I got two male gerbils as babies in February 2007, one passed away a few weeks ago. I doubt I would get any more gerbils in the future. They're aren't a cuddly pet and they're always on the move - more of a pet to watch their antics really which involves digging pretty much all the time and demolishing toilet roll tubes/other cardboard. I actually had to separate my two in January 2010 as they had a fight. They are NOTHING like rats if that's what you were after.


----------



## Capistrono (Apr 12, 2010)

I've never had gerbils but my friend did and she said they aren't smart and you can't really play with them. I think they look real cute but I think the most you can do with them is watch. Take a chance if you want but I've never heard great things about them.


----------



## Alexc844 (Sep 8, 2008)

I agree with Ema. Gerbils can be adorable and some will tolerate being handled. But generally, they are kind of all about them. Gerbils like to do their own thing, where as rats enjoy interacting with their people.


----------



## toby (May 11, 2009)

i had gerbils when i was young and i always found them to be great pets. very clean and great fun. never a dull moment with them.


----------



## PandaBee (May 14, 2010)

I own two gerbils and I have to say, if I could take one of them back and exhange him for a clone of the other, I would. They are SO different from one another.

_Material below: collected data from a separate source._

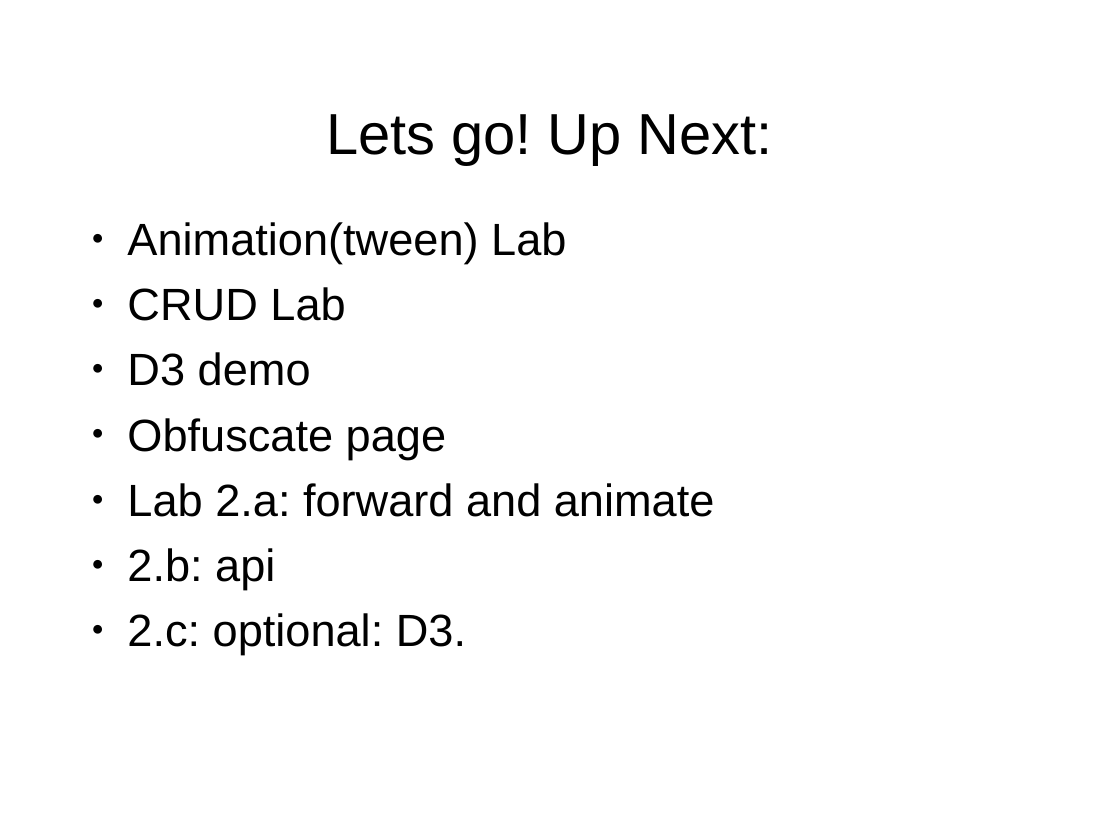
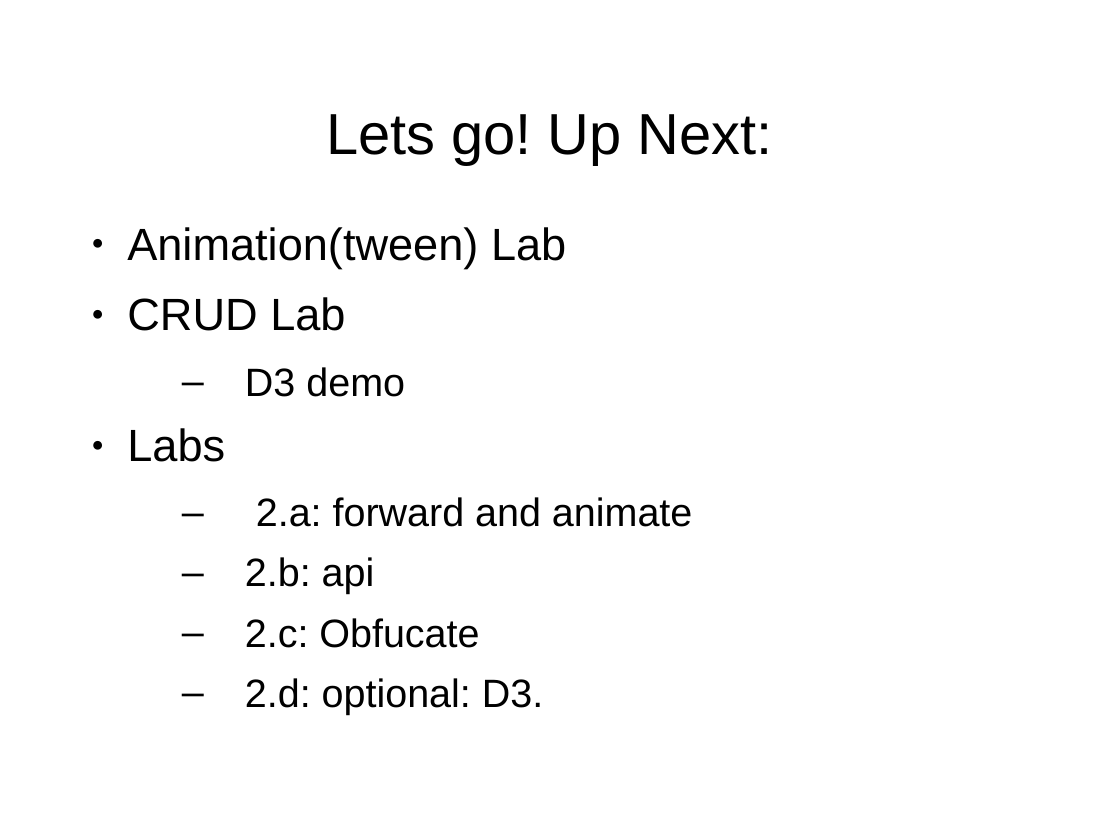
Before and after one commit to puppetMaster3/bikeSheding, a slide deck: slide 9 of training/2of2.ppt (slide 8 before the commit). Drawn at 1120x840 pixels with LibreOffice and Linux fonts; fonts in the diff are those of the drawing; background and template pictures are left out. Boxes give left, top, right and bottom in pixels: in the first picture for what was removed or moved away, otherwise in the second. Text is boxed around its words. In the diff, an @@ line names an element or a change of style, - is before the commit and + after.

```diff
--- a/training/2of2.ppt
+++ b/training/2of2.ppt
@@ text at (x1=127, y1=227, x2=566, y2=594): size 32 to 28 pt in "D3 demo", "2.b: api"; line spacing 0.83 to 0.93; bullet ● to –; list level 1 to 2 in "D3 demo"; list level 1 to 2 in "2.b: api" @@
@@ text at (x1=127, y1=428, x2=692, y2=527): text changed; size 32 to 28 pt @@
-● Obfuscate page
-● Lab 2.a: forward and animate
+● Labs
+  – 2.a: forward and animate
@@ text at (x1=245, y1=618, x2=543, y2=714): text changed; size 32 to 28 pt @@
-● 2.c: optional: D3.
+  – 2.c: Obfucate
+  – 2.d: optional: D3.
```
Also in this commit, not shown: 6 other slides changed, 2 slides added, 1 slide removed, 7 other files.

Vegas is really sweet. Doesn't like to be carried, but does like to sit in my hands and crawl on my arms and shoulders. Had him tamed in a few days. Rooney is a nipper. I know by this constant nipping that he came from a bad breeder. Well bred gerbils rarely nip or bite. It doesn't hurt, but it is annoying. Rooney is taking me a lot longer to tame than Vegas.

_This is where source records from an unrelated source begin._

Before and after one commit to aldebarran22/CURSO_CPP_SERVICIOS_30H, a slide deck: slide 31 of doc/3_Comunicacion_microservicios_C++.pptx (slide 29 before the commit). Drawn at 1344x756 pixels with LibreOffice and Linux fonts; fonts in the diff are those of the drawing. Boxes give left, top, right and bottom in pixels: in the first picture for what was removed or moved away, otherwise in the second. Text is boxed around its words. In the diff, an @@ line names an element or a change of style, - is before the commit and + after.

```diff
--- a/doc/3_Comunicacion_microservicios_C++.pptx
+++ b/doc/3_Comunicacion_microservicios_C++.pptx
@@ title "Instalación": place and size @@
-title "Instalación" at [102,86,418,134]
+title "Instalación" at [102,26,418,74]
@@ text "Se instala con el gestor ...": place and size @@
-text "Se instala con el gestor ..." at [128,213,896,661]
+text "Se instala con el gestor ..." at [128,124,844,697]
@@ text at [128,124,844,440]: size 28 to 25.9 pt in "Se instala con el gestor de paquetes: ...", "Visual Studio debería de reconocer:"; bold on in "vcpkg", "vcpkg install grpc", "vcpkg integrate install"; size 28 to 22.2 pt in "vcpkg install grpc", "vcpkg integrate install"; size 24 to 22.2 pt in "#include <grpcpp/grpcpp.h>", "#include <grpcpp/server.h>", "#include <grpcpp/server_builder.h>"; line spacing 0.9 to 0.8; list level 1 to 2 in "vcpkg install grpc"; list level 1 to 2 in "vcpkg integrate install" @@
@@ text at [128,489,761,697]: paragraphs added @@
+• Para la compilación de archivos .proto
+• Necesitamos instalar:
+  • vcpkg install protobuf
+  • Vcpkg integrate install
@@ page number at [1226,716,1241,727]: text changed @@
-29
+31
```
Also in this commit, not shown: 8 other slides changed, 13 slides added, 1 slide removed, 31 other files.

Really interesting pets. Keep them stimulated and they'll keep you entertained. Every few days they get mealworms. ENTERTAINMENT! I let my gerbils see that I have the mealworms, but I don't give them to them, i release them into the cage and let them hunt. It's amazing. They talk to each other, and you should see these guys build and tear down a nest! incredible!

Downsides: Can't be trained to do fun stuff like rats can. Don't like being cuddled, as they are very on the go animals.

I would say, having owned gerbils, they are NOT boring. They aren't the same as owning a guinea pig or a dog or a rat, but they are special and unique. They also aren't for people who just want cuddly animals.


----------